[Data records]
--------------------------------

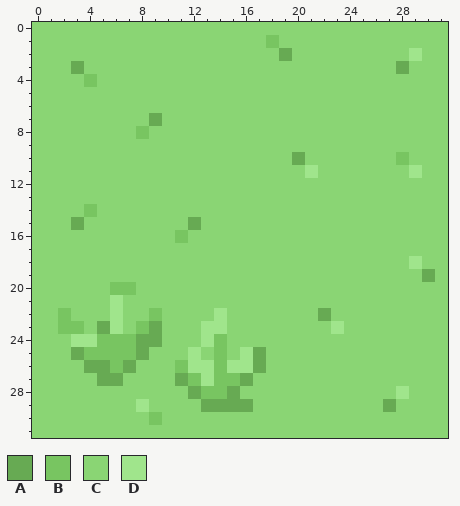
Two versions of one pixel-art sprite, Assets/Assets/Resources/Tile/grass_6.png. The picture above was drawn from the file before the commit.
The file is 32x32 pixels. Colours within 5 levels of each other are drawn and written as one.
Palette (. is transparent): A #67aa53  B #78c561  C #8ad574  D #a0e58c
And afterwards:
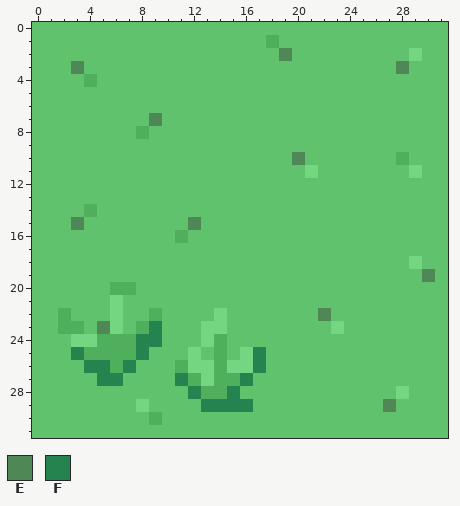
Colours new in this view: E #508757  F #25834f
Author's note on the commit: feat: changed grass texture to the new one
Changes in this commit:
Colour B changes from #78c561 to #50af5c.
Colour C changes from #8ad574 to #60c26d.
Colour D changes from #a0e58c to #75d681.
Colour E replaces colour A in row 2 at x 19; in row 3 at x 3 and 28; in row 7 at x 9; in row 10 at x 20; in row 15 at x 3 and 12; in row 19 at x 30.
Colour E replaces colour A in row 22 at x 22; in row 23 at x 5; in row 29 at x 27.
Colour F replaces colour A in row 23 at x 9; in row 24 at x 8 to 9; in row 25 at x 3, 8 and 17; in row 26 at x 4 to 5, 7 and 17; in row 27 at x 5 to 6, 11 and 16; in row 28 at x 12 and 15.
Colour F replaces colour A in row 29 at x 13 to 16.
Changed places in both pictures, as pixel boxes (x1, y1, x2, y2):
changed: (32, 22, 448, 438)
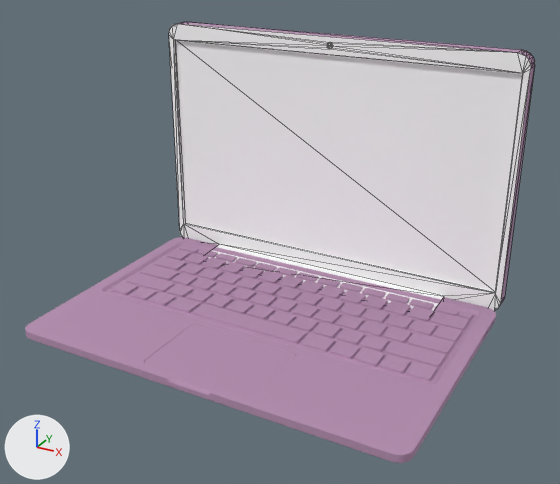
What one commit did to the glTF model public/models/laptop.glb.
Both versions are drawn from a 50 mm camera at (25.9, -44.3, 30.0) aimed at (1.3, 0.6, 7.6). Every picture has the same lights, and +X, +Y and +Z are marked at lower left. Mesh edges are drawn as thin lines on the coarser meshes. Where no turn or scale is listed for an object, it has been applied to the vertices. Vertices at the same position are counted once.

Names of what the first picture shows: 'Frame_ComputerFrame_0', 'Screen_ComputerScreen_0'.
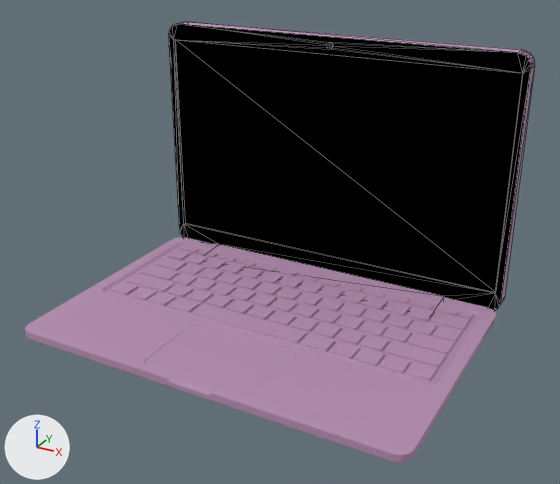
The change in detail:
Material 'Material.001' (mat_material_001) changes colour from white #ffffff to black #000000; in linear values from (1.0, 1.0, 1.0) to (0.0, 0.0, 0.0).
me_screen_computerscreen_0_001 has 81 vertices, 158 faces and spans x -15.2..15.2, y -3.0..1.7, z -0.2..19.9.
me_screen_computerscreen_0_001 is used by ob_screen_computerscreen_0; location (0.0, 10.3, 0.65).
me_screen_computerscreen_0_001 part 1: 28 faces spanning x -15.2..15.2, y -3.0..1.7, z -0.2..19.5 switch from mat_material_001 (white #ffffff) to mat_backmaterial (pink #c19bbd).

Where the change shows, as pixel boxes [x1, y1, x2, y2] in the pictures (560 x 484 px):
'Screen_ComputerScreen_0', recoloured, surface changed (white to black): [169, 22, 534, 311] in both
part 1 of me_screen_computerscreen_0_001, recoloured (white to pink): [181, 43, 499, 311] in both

--------------------------------

- **Instructions for the task**: Return a verbatim transcription of the data, omitting all images.

- **Task output**:
Two versions of one pixel-art sprite, Assets/Assets/Resources/Tile/grass_6.png. The picture above was drawn from the file before the commit.
The file is 32x32 pixels. Colours within 5 levels of each other are drawn and written as one.
Palette (. is transparent): A #67aa53  B #78c561  C #8ad574  D #a0e58c
And afterwards:
Colours new in this view: E #508757  F #25834f
Author's note on the commit: feat: changed grass texture to the new one
Changes in this commit:
Colour B changes from #78c561 to #50af5c.
Colour C changes from #8ad574 to #60c26d.
Colour D changes from #a0e58c to #75d681.
Colour E replaces colour A in row 2 at x 19; in row 3 at x 3 and 28; in row 7 at x 9; in row 10 at x 20; in row 15 at x 3 and 12; in row 19 at x 30.
Colour E replaces colour A in row 22 at x 22; in row 23 at x 5; in row 29 at x 27.
Colour F replaces colour A in row 23 at x 9; in row 24 at x 8 to 9; in row 25 at x 3, 8 and 17; in row 26 at x 4 to 5, 7 and 17; in row 27 at x 5 to 6, 11 and 16; in row 28 at x 12 and 15.
Colour F replaces colour A in row 29 at x 13 to 16.
Changed places in both pictures, as pixel boxes (x1, y1, x2, y2):
changed: (32, 22, 448, 438)
What one commit did to the glTF model public/models/laptop.glb.
Both versions are drawn from a 50 mm camera at (25.9, -44.3, 30.0) aimed at (1.3, 0.6, 7.6). Every picture has the same lights, and +X, +Y and +Z are marked at lower left. Mesh edges are drawn as thin lines on the coarser meshes. Where no turn or scale is listed for an object, it has been applied to the vertices. Vertices at the same position are counted once.

Names of what the first picture shows: 'Frame_ComputerFrame_0', 'Screen_ComputerScreen_0'.
The change in detail:
Material 'Material.001' (mat_material_001) changes colour from white #ffffff to black #000000; in linear values from (1.0, 1.0, 1.0) to (0.0, 0.0, 0.0).
me_screen_computerscreen_0_001 has 81 vertices, 158 faces and spans x -15.2..15.2, y -3.0..1.7, z -0.2..19.9.
me_screen_computerscreen_0_001 is used by ob_screen_computerscreen_0; location (0.0, 10.3, 0.65).
me_screen_computerscreen_0_001 part 1: 28 faces spanning x -15.2..15.2, y -3.0..1.7, z -0.2..19.5 switch from mat_material_001 (white #ffffff) to mat_backmaterial (pink #c19bbd).

Where the change shows, as pixel boxes [x1, y1, x2, y2] in the pictures (560 x 484 px):
'Screen_ComputerScreen_0', recoloured, surface changed (white to black): [169, 22, 534, 311] in both
part 1 of me_screen_computerscreen_0_001, recoloured (white to pink): [181, 43, 499, 311] in both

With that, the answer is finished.